Il sera aussi facile de rappeler les homériques batailles de la même fine équipe contre Amazon, accusée tour à tour de saboter le petit commerce (de livres) et de trop favoriser le petit commerce (de livraisons), la cohérence d’ensemble du discours reposant à la fois sur une inculture économique crasse et sur un anti-américanisme des plus épurés que l’intelligentsia française cultive avec une obsession presque touchante à coup de tweets rageurs sur des iPhones flambant neufs en provenance directe de sweat-shops asiatiques.

De la même façon, il ne s’est guère écoulé un mois sans qu’une tentative de museler les plateformes VTC ne fasse son apparition aussi bien au niveau national qu’au niveau municipal : comme pour les locations AirBnB dont la corporation hôtelière française, conservatrice, arquée sur de vieux principes et pas trop apte à l’adaptation, a juré la perte, les VTC sont devenus de fait les cibles faciles de toutes les vexations circulatoires des grandes mairies françaises, tant leur concurrence frontale avec la corporation des taxis a chamboulé les vieilles habitudes et les facturations pratiques.

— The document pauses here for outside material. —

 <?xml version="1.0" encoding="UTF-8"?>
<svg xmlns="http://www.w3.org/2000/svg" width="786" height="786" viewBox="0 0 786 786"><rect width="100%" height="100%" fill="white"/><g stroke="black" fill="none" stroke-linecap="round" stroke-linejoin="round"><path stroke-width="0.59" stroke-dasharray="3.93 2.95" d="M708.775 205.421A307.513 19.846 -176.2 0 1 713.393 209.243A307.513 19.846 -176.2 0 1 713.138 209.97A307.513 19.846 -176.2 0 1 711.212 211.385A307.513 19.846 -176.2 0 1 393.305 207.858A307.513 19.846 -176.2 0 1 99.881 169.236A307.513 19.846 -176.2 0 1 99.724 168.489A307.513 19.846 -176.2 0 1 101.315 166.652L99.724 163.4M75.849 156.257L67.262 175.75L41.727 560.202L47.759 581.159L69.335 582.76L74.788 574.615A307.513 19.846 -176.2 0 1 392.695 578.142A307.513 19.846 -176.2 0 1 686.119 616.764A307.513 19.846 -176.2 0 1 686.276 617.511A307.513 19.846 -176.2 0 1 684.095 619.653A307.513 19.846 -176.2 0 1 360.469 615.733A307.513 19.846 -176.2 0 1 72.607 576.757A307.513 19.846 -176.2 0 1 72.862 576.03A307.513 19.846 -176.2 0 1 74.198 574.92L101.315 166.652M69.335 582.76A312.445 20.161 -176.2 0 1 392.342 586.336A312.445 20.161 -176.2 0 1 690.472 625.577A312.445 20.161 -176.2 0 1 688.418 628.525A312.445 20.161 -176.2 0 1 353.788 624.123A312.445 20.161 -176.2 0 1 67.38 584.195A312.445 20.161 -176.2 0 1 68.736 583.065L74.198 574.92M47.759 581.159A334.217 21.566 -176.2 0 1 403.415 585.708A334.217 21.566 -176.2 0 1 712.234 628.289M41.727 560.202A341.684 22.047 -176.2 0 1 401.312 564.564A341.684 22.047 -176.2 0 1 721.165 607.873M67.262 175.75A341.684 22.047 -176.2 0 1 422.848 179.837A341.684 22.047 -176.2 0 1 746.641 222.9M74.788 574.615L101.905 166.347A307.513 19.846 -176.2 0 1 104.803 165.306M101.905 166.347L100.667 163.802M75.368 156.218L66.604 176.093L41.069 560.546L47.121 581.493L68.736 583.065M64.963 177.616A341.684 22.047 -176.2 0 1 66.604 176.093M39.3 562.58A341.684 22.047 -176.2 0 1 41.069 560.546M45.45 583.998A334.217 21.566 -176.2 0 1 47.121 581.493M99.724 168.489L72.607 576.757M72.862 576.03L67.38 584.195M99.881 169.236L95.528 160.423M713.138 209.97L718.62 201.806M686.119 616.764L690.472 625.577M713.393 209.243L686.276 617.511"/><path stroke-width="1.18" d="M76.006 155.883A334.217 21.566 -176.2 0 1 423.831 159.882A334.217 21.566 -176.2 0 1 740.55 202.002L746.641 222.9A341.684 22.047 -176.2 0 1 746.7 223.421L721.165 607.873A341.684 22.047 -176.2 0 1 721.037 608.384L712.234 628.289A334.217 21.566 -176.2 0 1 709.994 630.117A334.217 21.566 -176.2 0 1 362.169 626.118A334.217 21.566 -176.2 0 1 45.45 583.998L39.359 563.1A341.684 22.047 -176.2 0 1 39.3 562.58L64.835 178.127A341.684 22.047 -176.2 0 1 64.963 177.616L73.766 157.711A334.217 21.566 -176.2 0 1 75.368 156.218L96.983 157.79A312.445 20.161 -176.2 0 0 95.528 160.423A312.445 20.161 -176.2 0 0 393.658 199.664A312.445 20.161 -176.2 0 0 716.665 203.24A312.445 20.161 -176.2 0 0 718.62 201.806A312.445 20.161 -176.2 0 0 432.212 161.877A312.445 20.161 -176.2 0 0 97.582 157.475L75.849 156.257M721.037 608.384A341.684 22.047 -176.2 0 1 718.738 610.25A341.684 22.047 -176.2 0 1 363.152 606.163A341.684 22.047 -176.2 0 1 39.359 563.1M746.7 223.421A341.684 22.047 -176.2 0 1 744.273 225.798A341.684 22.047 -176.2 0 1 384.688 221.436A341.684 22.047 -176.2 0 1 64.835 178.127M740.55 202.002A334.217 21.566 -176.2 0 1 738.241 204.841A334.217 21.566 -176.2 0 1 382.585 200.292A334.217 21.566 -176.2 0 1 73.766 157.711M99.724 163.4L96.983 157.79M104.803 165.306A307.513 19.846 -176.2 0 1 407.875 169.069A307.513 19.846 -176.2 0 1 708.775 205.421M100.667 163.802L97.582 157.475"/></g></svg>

Faisant assaut d’inventivité, l’équipe municipale de Paris aura donc multiplié les appels à de nouvelles régulations (lire « interdictions » et « taxations ») sur des motifs allant du prétexte écologique (les flottes VTC polluent, et ont des filtres à particules « trop souvent dysfonctionnels », c’est évident, pas comme les bus municipaux et leur conso pépère à 31 litres/100 km aux filtres toujours propres) jusqu’aux explications loufoques (la mairie de Paris sera en mesure de réaliser une meilleure application numérique que celle utilisée par les VTC, oui, bien sûr).

Cependant, cette dure lutte contre les VTC de plateformes essentiellement américaines ne s’étendra pas au point d’amoindrir les espoirs de pénétration de certaines firmes chinoises sur les mêmes marchés franciliens : si la guerre ouverte contre Uber est depuis longtemps déclarée, dans les esprits et dans les actes par tout ce que la capitale compte de bobos socialistes, il en va différemment lorsqu’une firme chinoise investit la place. On apprend en effet que Caocao, acteur chinois de la mobilité, lance son service de VTC à Paris en arguant de son côté « écologique », imparable argument à la mode du moment.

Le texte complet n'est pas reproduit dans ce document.